# Measure & Pour Bottles



## Ware (Jan 28, 2017)

I mentioned this in another thread, but I just ordered three of these 32oz measure & pour bottles from eBay. I think they will be great for paring down gallon jugs of things like PGR and NIS - they should be much easier to pour from. The cost worked out to about $4.41 each after I applied the 20% Memorial Day code - thanks j4c11 for the code! :thumbup:

Note: When these bottles arrive, the came with an extra set of regular caps for the measuring side (so you don't have to use the flip-top spout cap shown in this photo).


----------



## wardconnor (Mar 25, 2017)

Sweet. I could use some of those bottles for sure.

Speaking of nis... What is the mix rate of this stuff? I just started using it and have just been dumping some in. I guess I'm too lazy to read the label. Is there a universal amount to use or do I need to read the label for what I have?


----------



## Ware (Jan 28, 2017)

Most products usually specify how much to use. 0.25-0.5% v/v seems like a popular recommendation. That would be like 0.32-0.64oz (or ~2-4 teaspoons) per gallon.

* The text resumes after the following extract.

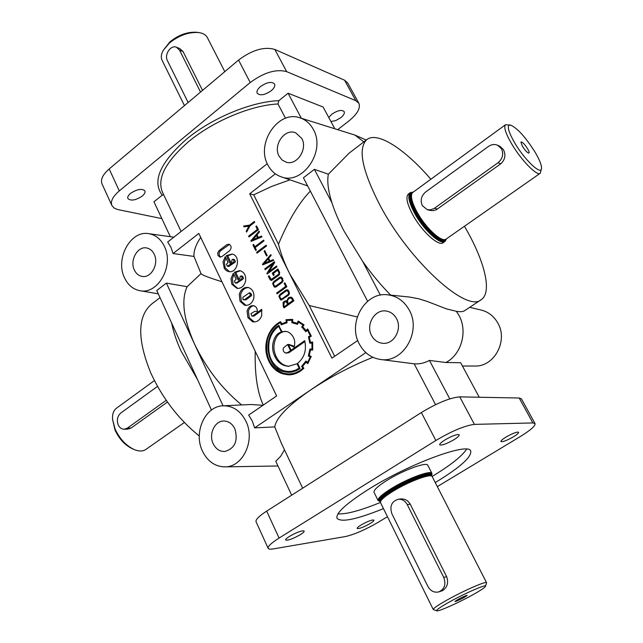<?xml version="1.0" encoding="UTF-8"?>
<svg xmlns="http://www.w3.org/2000/svg" width="643" height="643" viewBox="0 0 643 643"><rect width="100%" height="100%" fill="white"/><g stroke="black" fill="none" stroke-linecap="round" stroke-linejoin="round"><path stroke-width="0.96" d="M313.278 129.339C326.282 151.209 302.347 185.69 280.927 176.729C275.268 174.687 270.92 170.781 267.898 165.002C255.633 143.614 278.114 109.849 299.855 117.806C305.618 119.678 310.095 123.52 313.278 129.339M430.802 179.164C405.106 149.272 377.489 131.14 366.864 139.571L349.213 153.058L328.364 174.205L314.379 169.358L303.424 177.781L367.611 301.27M279.094 156.201C272.72 145.197 284.817 127.973 295.667 132.82L301.752 138.398C307.981 148.983 296.913 165.83 286.231 162.205L282.116 160.035L279.094 156.201M213.138 443.638C208.372 434.017 214.939 420.458 224.15 421.028C228.836 421.294 232.404 423.89 234.872 428.809C238.256 440.833 234.928 448.396 224.889 451.49C219.729 451.619 215.815 448.999 213.138 443.638M134.331 269.964C129.444 260.294 137.739 245.682 146.877 248.013C150.108 248.737 152.56 250.842 154.248 254.315C159.046 263.678 151.402 277.993 142.489 276.466C138.88 275.951 136.163 273.781 134.331 269.964M231.729 261.974L232.115 259.499L233.144 259.274L234.084 261.179L233.457 262.191L227.381 266.242L226.449 264.321L228.096 262.545L225.259 256.67L222.984 261.966L224.351 268.549L226.312 270.631L228.876 271.635C237.685 273.452 241.149 255.922 232.236 254.033L226.336 255.609L230.033 263.26L231.729 261.974M239.831 278.7L240.225 276.209L241.262 275.984L242.21 277.913L241.575 278.925L236.455 282.735L235.041 282.751L234.55 280.838L236.166 279.239L233.296 273.307L231.006 278.62L231.874 284.31L237.114 288.418C241.246 288.53 244.051 286.191 245.538 281.401C246.285 275.598 244.348 271.989 239.726 270.582L234.382 272.246L238.127 279.97L239.831 278.7M540.216 173.305L445.623 239.413C440.608 241.856 425.063 227.035 416.897 211.788C411.858 202.272 410.33 195.938 412.308 192.771L505.519 124.726C503.541 126.88 505.551 133.197 511.555 143.678C520.991 159.962 537.098 176.463 540.216 173.305L541.51 168.554C541.776 165.364 539.638 159.898 535.072 152.142C525.427 136.975 517.205 127.941 510.429 125.039C506.62 125.136 508.002 131.003 514.569 142.65C524.399 159.625 541.133 175.531 541.51 168.554M497.586 145.222L499.756 146.186L503.389 149.554C506.025 154.955 505.141 159.713 500.72 163.828L436.404 209.698L433.052 210.679L429.588 210.325L427.121 209.578L422.347 205.647C420.112 200.431 421.181 195.906 425.562 192.048L488.535 146.395C491.493 144.37 494.515 143.984 497.586 145.222L501.419 148.678C503.831 153.998 502.713 158.684 498.06 162.719L434.049 208.533L430.352 209.859L427.121 209.578M444.779 440.061C441.17 442.36 439.482 443.943 439.708 444.835C441.821 445.615 446.612 443.871 454.071 439.619C457.703 437.32 459.415 435.721 459.198 434.805L458.113 434.483C454.778 434.925 450.333 436.782 444.779 440.061M505.92 437.127C502.432 439.298 500.768 440.768 500.937 441.54C502.689 442.111 506.893 440.519 513.548 436.766C517.06 434.588 518.74 433.109 518.588 432.321L517.784 432.08C515.003 432.474 511.048 434.154 505.92 437.127M361.028 525.026C358.296 526.713 357.002 527.855 357.146 528.458C359.059 528.932 363.351 527.316 370.014 523.603C372.763 521.907 374.073 520.758 373.937 520.147L372.691 519.978C369.54 520.661 365.658 522.349 361.028 525.026M289.454 536.415C286.706 538.151 285.42 539.348 285.596 540.016C287.911 540.659 292.806 538.882 300.273 534.695C303.046 532.951 304.348 531.737 304.179 531.054L302.515 530.829C298.778 531.624 294.422 533.489 289.454 536.415M164.375 246.357C174.357 265.599 157.913 294.936 139.852 290.684C133.029 289.318 127.909 284.994 124.469 277.712C115.041 258.816 130.529 230.202 148.637 233.658C155.518 234.799 160.766 239.035 164.375 246.357M171.617 322.979C173.385 331.756 176.487 341.031 180.932 350.805L197.514 379.563L156.755 290.507L166.392 283.105L194.395 343.756C183.464 318.912 181.045 299.895 187.121 286.698L166.392 283.105M187.121 286.698L200.962 273.661M201.026 273.605L193.985 256.428L173.071 253.535L198.824 233.457L276.619 395.967L248.664 415.089L252.281 421.02L254.636 427.852L274.778 426.904C276.048 417.966 287.879 405.733 310.28 390.205C329.425 377.393 350.298 366.422 372.892 357.307M267.271 163.692L167.686 242.025L170.958 247.314L173.071 253.535M181.085 231.488L162.349 191.935C156.908 178.384 165.661 161.618 188.616 141.621C213.114 121.125 251.132 105.219 278.001 103.965L278.869 100.67L288.08 93.219L301.334 118.264M241.672 404.945C221.907 388.694 206.146 368.302 194.395 343.756L223.041 405.805M262.987 405.291L251.019 404.511L223.217 405.797C233.071 405.781 240.643 410.933 245.931 421.261C255.633 440.294 242.813 467.493 224.688 466.866C214.834 466.537 207.4 461.24 202.392 450.968C193.246 432.257 205.27 405.894 223.217 405.797M263.188 404.865L263.188 404.865C257.361 392.359 254.7 374.499 255.223 351.271M383.437 508.629C356.736 519.44 341.272 522.671 337.028 518.314C335.558 513.275 346.055 503.614 368.511 489.347C409.237 463.651 469.012 441.797 470.724 451.073C471.745 456.908 460.356 467.139 436.565 481.776L435.279 482.555M466.585 449.176C462.221 455.951 451.169 464.776 433.43 475.659L432.136 476.439M380.407 502.456C360.418 510.59 346.272 514.392 337.969 513.861M485.521 586.303L486.574 582.695C486.582 580.709 463.716 590.684 447.231 599.927C437.859 605.2 433.197 608.399 433.253 609.516L436.774 610.826C438.341 611.766 458.081 602.981 472.292 595.072C480.385 590.563 484.798 587.646 485.521 586.303C487.04 583.691 465.315 593.071 449.473 601.936C440.182 607.161 435.954 610.127 436.774 610.826M438.671 591.946L442.585 590.62C447.375 587.284 448.734 582.63 446.644 576.675L443.734 577.43L407.244 504.602C405.098 500.768 402.076 498.992 398.186 499.281C391.571 501.468 389.481 506.322 391.925 513.845L427.868 586.4C430.497 590.989 434.097 592.838 438.671 591.946C444.554 589.253 446.242 584.415 443.734 577.43M486.574 582.695L432.08 476.375C430.44 473.393 408.201 481.792 393.018 491.252C384.538 496.549 380.326 500.254 380.383 502.368L433.253 609.516M431.485 475.683L431.967 473.441C431.115 469.76 407.373 478.537 391.129 488.688C381.902 494.483 377.562 498.429 378.1 500.535L380.182 501.492M431.967 473.441L427.804 465.315C426.888 461.521 403.153 470.178 386.982 480.369C377.795 486.18 373.487 490.175 374.057 492.345L378.1 500.535M431.758 475.089C434.555 469.342 409.237 478.046 391.579 489.098C380.953 495.833 376.943 499.916 379.547 501.355M466.513 595.442L467.18 595.346C465.154 597.106 461.32 599.139 455.686 601.43L454.971 601.486C457.39 599.573 461.24 597.556 466.513 595.442M184.356 422.491L145.865 449.441C142.842 451.466 138.944 451.499 134.178 449.545L132.474 448.814C124.975 445.229 119.148 438.96 114.993 430.006L112.549 419.268C112.244 414.124 113.538 410.443 116.431 408.241L154.416 380.568M134.178 449.545C125.988 445.623 119.614 438.767 115.073 428.985L112.549 419.268M184.453 105.597L162.084 60.297C160.758 57.492 161.144 54.173 163.242 50.347L169.873 41.908C178.577 34.907 187.499 31.7 196.637 32.287L198.647 32.544C202.971 33.139 205.873 34.802 207.327 37.543L224.801 71.646M163.242 50.347L169.398 43.049C178.915 35.405 188.664 31.901 198.647 32.544M167.445 402.044L131.051 428.053L127.636 429.162L124.147 429.235C121.511 429.162 119.518 427.683 118.175 424.806C116.568 419.975 117.452 416.037 120.836 412.991L157.527 386.379M166.224 400.3L127.354 428.125L124.147 429.235M290.001 179.847L271.868 186.333L253.712 194.837L278.483 244.219C280.694 253.326 284.455 263.228 289.776 273.926L309.235 305.521L357.267 316.959M271.233 90.719C264.812 95.092 260.134 95.928 257.192 93.235C256.428 91.346 257.53 89.12 260.495 86.548C266.949 82.143 271.643 81.291 274.577 83.984C275.349 85.897 274.231 88.147 271.233 90.719M328.758 117.5L331.756 114.253C337.575 110.363 341.706 109.479 344.166 111.609C344.825 113.281 343.683 115.322 340.742 117.741L335.734 120.587L330.936 121.559M142.24 196.067C135.705 200.335 130.923 201.171 127.885 198.558C127.338 197.104 128.206 195.392 130.505 193.422C137.072 189.122 141.87 188.278 144.892 190.891C145.447 192.37 144.562 194.09 142.24 196.067M371.59 335.558C365.328 324.578 375.158 308.511 386.676 311.116C390.936 311.968 394.207 314.459 396.49 318.582C402.502 328.991 393.982 344.479 382.971 343.322C377.98 342.872 374.186 340.284 371.59 335.558M160.019 297.653L151.443 304.203C137.401 316.493 137.176 339.4 150.759 372.924C162.478 398.282 178.658 419.316 199.282 436.026M510.429 125.039L505.519 124.726M527.557 148.662C529.109 151.37 529.527 152.857 528.795 153.122C527.18 152.656 525.058 150.382 522.438 146.291L520.902 142.071C522.172 141.645 524.391 143.839 527.557 148.662M410.266 192.643L408.409 194.001C405.54 196.814 406.923 203.598 412.557 214.36C421.454 231.078 438.687 246.84 443.196 242.7L445.085 241.382C440.592 245.505 423.367 229.72 414.454 212.994C408.811 202.232 407.413 195.448 410.266 192.643L413.023 192.12M446.467 238.947L445.085 241.382M299.855 117.806L354.92 135.078L363.842 141.878M366.864 139.571C357.661 148.268 361.977 170.057 379.812 204.948C409.286 261.235 467.035 313.302 481.221 299.654C492.208 292.573 485.047 262.553 466.521 229.873L464.495 226.328M328.364 174.205C326.974 181.254 328.179 190.81 331.973 202.883C334.77 211.619 338.813 221.039 344.085 231.15L362.684 261.428C371.566 273.966 380.905 285.195 390.711 295.129M481.221 299.654L464.825 310.577C463.056 311.775 460.227 312.008 456.345 311.3L446.676 308.945L426.984 301.358L418.553 298.73L409.149 296.994L387.697 294.824C396.988 296.005 404.142 301.045 409.165 309.934C421.864 331.579 402.848 363.657 380.246 359.429C371.027 357.942 364.042 352.782 359.292 343.949C347.365 322.738 365.111 291.576 387.697 294.824M380.246 359.429L414.172 363.834C419.485 364.195 424.573 363.062 429.444 360.426L445.912 362.507C461.505 354.502 467.991 331.016 458.877 315.247L456.345 311.3M291.689 495.174L275.767 461.264L280.726 456.217L284.471 449.819M302.644 488.19L281.401 443.332L274.778 426.904M469.679 307.338L481.213 310.055C488.31 311.855 493.808 316.115 497.698 322.826C508.468 340.525 494.322 366.944 474.823 366.028L462.438 366.028M268.862 361.149C272.021 367.724 276.691 371.967 282.88 373.88L288.096 374.805C292.452 374.99 296.688 373.663 300.82 370.842L303.866 368.326L302.596 366.406L306.052 362.218L307.748 363.657L311.252 356.487L309.259 355.563L310.521 349.896L312.651 350.105L312.699 349.655L312.627 341.988L310.473 342.341L309.259 337.221L311.276 336.193L311.132 335.759L307.603 328.943L305.939 330.534L302.7 326.829L304.059 324.884L298.151 321.002L297.275 323.3L292.517 321.942L292.83 319.523L291.946 319.402L286.031 319.684L286.312 322.119L281.578 323.767L280.541 321.653C273.476 325.366 268.846 331.611 266.676 340.38C265.004 347.67 265.728 354.59 268.862 361.149M276.498 369.733L284.19 373.937L288.747 374.821M281.095 322.183L280.469 322.537L281.152 324.819L287.067 322.722L286.786 320.431L292.01 320.254L291.761 322.665L297.564 324.345L298.505 322.119L303.014 325.053L301.72 326.99L305.827 331.724L307.475 330.14L310.288 335.807L308.447 336.795L309.862 343.266L311.951 342.92L311.992 349.181L309.934 348.996L308.367 356.029L310.272 356.929L307.619 362.443L305.972 360.98L301.623 366.309L302.869 368.246L300.466 370.127C296.447 372.876 292.324 374.162 288.08 373.985L283.081 373.101C270.197 367.426 264.948 356.576 267.327 340.549C269.007 332.624 273.379 326.62 280.452 322.537L281.224 322.617M299.276 321.596L299.059 322.183M292.597 319.483L287.678 319.732L287.405 320.327M306.848 361.76L306.542 362.25M301.302 370.497L294.574 373.519L288.08 373.985M301.72 326.99L303.014 327.126L304.838 329.071M306.148 330.558L306.534 331.041M308.487 330.245L307.475 330.14M309.291 337.205L308.511 337.133M311.059 342.397L311.116 343.057M311.22 349.109L311.108 349.945M274.882 356.552C277.101 361.157 280.324 364.171 284.552 365.594L288.345 366.341L297.002 363.777L299.164 368.198L295.233 370.264L291.239 371.349L288.008 371.501L283.434 370.689C271.925 365.602 267.183 355.82 269.224 341.345C270.663 334.971 273.822 329.972 278.684 326.355L281.409 331.909C277.35 333.154 274.617 336.57 273.211 342.156C272.045 346.995 272.6 351.793 274.882 356.552L276.201 356.64C278.419 361.237 281.642 364.243 285.862 365.666L288.996 366.357M282.582 331.764L282.719 332.037C278.668 333.275 275.935 336.683 274.529 342.269C273.363 347.099 273.918 351.89 276.201 356.64M282.719 332.037L281.409 331.909M299.935 368.238L299.164 368.198M300.08 368.519L297.564 363.383C304.396 357.717 306.775 350.146 304.694 340.677L291.102 350.186L288.281 344.423L294.124 347.196C295.844 340.798 293.931 335.75 288.385 332.053L285.621 331.338L282.06 331.708L278.596 325.438C262.256 335.574 265.72 367.129 283.41 371.582L288.016 372.393L292.292 372.056L296.487 370.633L300.08 368.519L293.98 371.132L288.008 371.501M285.388 352.967C283.426 351.938 282.767 350.274 283.402 347.967L287.574 344.511L290.54 350.58L287.622 352.613L285.388 352.967M291.625 350.226L291.842 350.668L288.932 352.71L286.014 353.095M291.842 350.668L290.54 350.58M277.519 367.643L284.72 371.638L288.667 372.41M279.279 326.041L278.853 326.371M228.98 244.211C231.576 245.811 231.785 247.981 229.623 250.714L221.996 256.525L219.962 257.087L218.001 255.488L217.728 252.82L219.118 250.569L226.722 244.758L228.98 244.211M220.645 257.104L219.367 255.729L219.086 253.061L220.485 250.818L229.495 244.404M225.87 257.931L224.343 262.199L225.203 267.842L229.551 271.708M234.277 259.467L235.434 261.412L234.808 262.424L228.739 266.467M233.891 274.537L232.356 278.821L233.224 284.503L237.789 288.474M242.323 276.152L243.552 278.122L242.917 279.134L236.793 283.153M244.589 299.646L242.917 299.397L242.885 297.267L249.299 292.838L250.408 294.824L249.757 295.844L244.589 299.646M249.299 292.838L250.641 293.023L251.743 295.008L251.1 296.029L245.931 299.815L243.737 299.887M248.528 287.558L247.748 287.397C243.584 287.276 240.755 289.615 239.276 294.398L239.992 301.165L244.477 305.176L245.441 305.369C249.54 305.425 252.321 303.086 253.776 298.36C254.532 292.886 252.779 289.286 248.528 287.558M248.423 287.534C244.549 287.791 241.953 290.138 240.627 294.574L241.334 301.342L246.108 305.417M250.955 313.655L254.668 311.373L257.393 311.405C257.248 308.134 255.954 306.237 253.503 305.706L253.374 305.69C250.553 305.329 248.455 307.081 247.089 310.955L247.901 317.602L252.466 321.701L253.623 321.934C257.385 321.99 260.077 319.884 261.701 315.609L261.693 309.339L252.691 315.874L251.871 316.107L250.955 313.655M261.942 310.28L254.033 316.018L251.871 316.107M254.033 305.819C251.469 305.827 249.605 307.587 248.431 311.116L249.243 317.746L254.29 321.966M272.126 280.091L271.024 280.452L269.899 279.375L268.364 276.265L269.063 275.751L271.201 279.424L278.789 274.095L278.901 272.793L277.647 270.277L273.379 273.42L274.159 274.987L273.46 275.509L272.278 273.13L277.945 268.959L279.689 272.471L279.295 274.826L272.126 280.091M271.732 280.332L271.129 279.408M271.201 279.424L272.769 279.617M282.333 280.308L281.216 278.017L279.914 278.178L274.127 282.422L273.412 283.643L274.465 286.055L275.871 285.966L281.674 281.722L282.333 280.308M282.775 278.379L280.87 277.905M274.947 286.239L276.836 286.36M272.608 283.547L273.588 281.722L279.649 277.27L281.441 277.069L283.177 280.565L282.197 282.446L276.136 286.874L274.256 287.067L272.608 283.547M275.461 287.212L274.344 285.966M288.691 293.079L287.566 290.781L286.248 290.925L280.42 295.153L279.705 296.391L280.766 298.802L282.189 298.738L288.032 294.51L288.691 293.079M289.117 291.126L287.188 290.66M281.288 298.995L283.241 299.067M278.893 296.278L279.882 294.454L285.982 290.025L287.791 289.824L289.535 293.361L288.546 295.225L281.144 300.016L280.557 299.831L278.893 296.278M281.787 299.968L280.645 298.722M283.097 302.258L285.307 300.828L286.722 300.988L288.514 297.701L290.636 297.066L292.501 298.127L293.859 300.86L284.037 307.933L283.217 306.269L283.097 302.258M284.833 301.905L286.915 301.012M284.937 307.282L284.624 306.647M289.39 298.239L291.576 297.251M287.726 300.12L287.638 302.106L288.418 303.673L292.734 300.562L291.882 298.834L290.507 297.982L288.9 298.529L287.726 300.12M284.399 302.146L283.764 305.457L284.335 306.607L287.759 304.147L286.022 301.728L284.399 302.146M292.629 298.384L291.809 298.167M293.779 300.699L292.734 300.562M287.574 301.961L286.022 301.728M284.335 306.607L285.637 306.775L289.061 304.316L287.759 304.147M289.061 304.316L288.763 303.713M435.568 404.664L414.172 363.834M479.228 397.245L460.661 362.724L445.912 362.507M288.08 93.219L323.116 107.011L334.762 128.664M278.001 103.965L285.5 118.272M449.779 398.869L429.444 360.426M163.676 194.733L162.205 195.134L153.958 201.814L170.339 236.696M411.504 193.527L410.821 193.43M200.536 92.062L179.558 50.194L176.503 47.269C170.773 44.592 164.029 54.631 167.437 60.715L188.142 102.494M202.537 90.382L183.054 51.569L179.702 48.538L176.503 47.269M161.843 218.604L117.556 209.505L114.213 208.115L111.89 205.511C110.323 201.388 112.79 196.525 119.293 190.907L250.215 82.545C263.943 72.442 276.088 68.801 286.657 71.638L355.82 100.686L358.834 103.234C360.731 108.096 357.428 113.988 348.932 120.932L337.776 129.605M111.89 205.511L101.98 183.785C100.364 179.542 102.759 174.599 109.181 168.948L238.561 60.064C252.128 49.929 264.225 46.392 274.842 49.455L344.56 80.206L347.63 82.859L358.834 103.234M278.483 244.219C288.241 220.718 298.858 203.003 310.344 191.092M446.644 576.675L410.25 504.184C407.975 500.367 404.744 498.63 400.549 498.976L398.186 499.281M437.353 486.598L520.484 436.428C530.604 430.191 535.458 425.923 535.048 423.608L532.886 422.933L474.413 424.388C464.921 425.553 452.069 430.923 435.858 440.495L279.086 538.062C271.298 543.005 267.657 546.421 268.163 548.31C268.629 549.202 270.349 549.395 273.347 548.897L345.299 536.575C354.365 534.502 365.337 529.744 378.197 522.301L387.44 516.723M535.048 423.608L521.433 398.853L519.198 398.017L459.761 396.868C450.172 397.687 437.369 402.904 421.358 412.533L266.676 511.113C258.992 516.12 255.448 519.657 256.051 521.738L268.163 548.31M221.948 281.763C208.613 277.567 201.653 274.858 201.05 273.653L200.761 273.05M200.72 237.428C195.85 244.67 193.607 251.003 193.985 256.428M334.681 356.262L309.235 305.521M365.835 352.605L254.636 427.852M275.325 173.819L249.685 193.808L331.933 358.143L357.765 340.469M265.157 269.698L264.763 268.903L274.4 261.749L274.722 262.4L269.039 271.539L276.514 266.009L276.916 266.813L267.263 273.95L266.949 273.307L272.616 264.169L265.157 269.698M266.548 256.002L264.088 251.051L264.731 250.569L267.191 255.52L266.548 256.002M255.681 250.505L252.924 244.911L253.607 244.396L254.781 246.783L263.63 240.112L264.016 240.892L255.167 247.563L256.364 249.99L255.681 250.505M257.377 229.463L255.882 226.457L256.573 225.934L258.462 229.72L248.986 236.929L248.6 236.15L257.377 229.463L258.446 229.696M248.865 226.167L244.027 226.875L243.609 226.039L249.58 225.122L254.347 221.465L254.741 222.245L249.902 225.942L246.607 232.115L246.197 231.279L248.865 226.167L249.693 226.344M251.188 241.39L250.891 240.795L259.113 231.126L259.483 231.874L257.023 234.816L258.325 237.436L261.58 236.061L261.966 236.849L251.188 241.39M256.991 253.141L256.597 252.353L266.122 245.2L266.515 245.988L256.991 253.141M262.77 264.86L262.473 264.257L270.799 254.596L271.169 255.351L268.678 258.293L269.996 260.954L273.299 259.603L273.685 260.399L262.77 264.86M285.709 286.432L284.166 283.314L284.873 282.799L286.826 286.722L277.069 293.819L276.667 293.015L285.709 286.432L286.754 286.593M288.418 303.673L289.72 303.842L293.859 300.86M287.469 301.085L286.722 300.988M286.553 290.749L287.951 289.897M277.937 293.192L276.667 293.015M285.211 283.483L284.166 283.314M280.308 277.961L281.634 277.157M277.744 270.293L278.379 269.827M278.684 270.454L277.647 270.277M269.401 276.434L268.364 276.265M273.492 273.331L272.278 273.13M268.637 272.929L269.457 271.611M272.745 264.193L274.344 263.003M273.524 264.329L272.616 264.169M267.914 273.468L266.949 273.307M270.245 271.74L269.039 271.539M265.961 269.104L264.763 268.903M268.075 259L264.418 263.236L269.176 261.219L268.075 259L269.128 259.185M269.996 260.954L271.314 261.187L273.613 260.254M263.863 264.41L264.82 263.308M268.469 259.073L268.846 258.631M264.418 263.236L265.744 263.469L270.494 261.452L270.269 261.002M270.494 261.452L269.176 261.219M263.71 264.474L262.473 264.257M265.069 251.244L264.088 251.051M257.755 252.57L256.597 252.353M255.367 247.418L255.078 246.84M255.914 247L254.781 246.783M253.961 245.112L252.924 244.911M256.428 235.523L252.812 239.767L257.513 237.709L256.428 235.523L257.481 235.74M258.325 237.436L259.651 237.709L261.918 236.753M252.377 240.884L253.254 239.855M256.87 235.611L257.216 235.201M252.812 239.767L254.146 240.032L258.84 237.982L258.59 237.492M258.84 237.982L257.513 237.709M252.048 241.029L250.891 240.795M249.717 236.375L248.6 236.15M256.951 226.69L255.882 226.457M245.136 226.714L244.951 226.336L250.521 225.476M246.968 231.44L246.197 231.279M250.666 225.363L249.58 225.122M244.951 226.336L243.609 226.039M240.402 270.727L235.732 272.463L239.043 279.287M235.732 272.463L234.382 272.246M232.444 254.098L227.694 255.85L230.941 262.569M227.694 255.85L226.336 255.609M286.272 331.426L282.06 331.708M289.037 344.439L294.373 346.328M304.911 341.546L292.404 350.282L291.102 350.186M288.353 344.568L287.574 344.511M297.773 363.817L297.002 363.777M279.472 326.435L278.684 326.355M306.052 362.218L308.206 362.957M310.521 349.896L312.659 350.081M312.667 342.301L310.473 342.341M308.174 329.755L307.74 330.172M287.027 322.384L282.888 323.903L281.578 323.767M282.116 323.823L282.245 324.241M293.144 322.039L293.063 322.77M292.083 322.665L297.733 323.951M298.505 322.119L299.799 322.264L304.01 324.956M311.252 336.104L309.741 336.972M309.725 355.78L311.099 356.801M287.003 322.199L286.312 322.119M308.487 362.499L307.619 362.443M311.035 356.986L310.272 356.929M309.653 356.118L308.367 356.029M312.731 349.237L311.992 349.181M312.731 342.984L311.951 342.92M309.733 336.916L308.447 336.795M311.18 335.895L310.288 335.807M303.874 325.141L303.014 325.053M292.702 320.335L292.01 320.254M303.842 368.294L302.869 368.246M302.636 366.365L301.623 366.309M286.842 320.913L286.207 320.841M286.842 320.857L286.175 320.785M287.333 319.828L286.031 319.684M297.974 323.373L297.275 323.3M306.952 330.639L305.939 330.534M308.166 363.014L307 362.941M249.685 193.808L253.712 194.837M380.375 295.145L362.684 261.428M331.973 202.883L314.379 169.358M211.459 410.025L197.514 379.563M359.22 452.133L332.246 469.326M162.205 195.134C151.925 181.39 159.962 162.792 186.325 139.346C211.684 118.071 251.244 101.658 278.869 100.67M432.08 476.375L431.493 475.732C429.862 472.758 407.799 481.085 392.736 490.48C384.329 495.737 380.158 499.418 380.214 501.516L380.383 502.368M431.557 475.82C430.754 472.332 408.16 480.715 392.688 490.368C383.992 495.809 379.844 499.547 380.222 501.564L379.82 500.752C379.314 498.759 383.461 494.997 392.254 489.484C407.71 479.831 430.304 471.464 431.115 474.96L431.533 475.772M431.316 475.346C434.226 469.599 409.245 478.151 391.804 489.074C381.291 495.745 377.361 499.764 380.013 501.146M131.051 428.053L127.354 428.125M445.623 239.413L444.843 239.686C439.86 242.114 424.428 227.413 416.342 212.294C411.343 202.858 409.824 196.565 411.793 193.422L412.308 192.771M445.02 239.63C440.31 242.644 424.501 227.807 416.246 212.367C411.094 202.601 409.647 196.236 411.906 193.278M445.149 239.582L444.643 239.935C440.367 243.858 423.978 228.828 415.491 212.913C410.105 202.658 408.779 196.203 411.488 193.535L411.986 193.173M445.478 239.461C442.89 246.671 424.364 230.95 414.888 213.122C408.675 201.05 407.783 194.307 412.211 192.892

It looks like my jug of NIS recommends 1-2 teaspoons per gallon for most herbicides, 1 tablespoon per gallon for glyphosate, and 1/2 teaspoon per gallon for insecticides and fungicides.

It's kind of a pain to pour from the gallon jug, so I'm often guilty of just giving it a little splash, Emeril Lagasse-style. :lol:








Hoping these measure & pour bottles will help though.


----------



## SGrabs33 (Feb 13, 2017)

Haha, I also am guilty of just throwing in a splash on top.

Those bottles look like great options. I ended up buying these 32 Oz HDPE Plastic Bottles when looking to store my NIS and PRG. The option to measure right in the bottle would have definitely been helpful. Right now I pour into a standard clear kitchen measuring cup. I am happy with the bottles I purchased though in case someone wants an option without the ability to measure.


----------



## Ware (Jan 28, 2017)

Good find. Those look nice too.


----------



## j4c11 (Apr 30, 2017)

I got tired of squeezing one ounce at a time and stole some measuring cups from the kitchen. To this day I'm still hearing about it.


----------



## Ware (Jan 28, 2017)

j4c11 said:


> I got tired of squeezing one ounce at a time and stole some measuring cups from the kitchen. To this day I'm still hearing about it.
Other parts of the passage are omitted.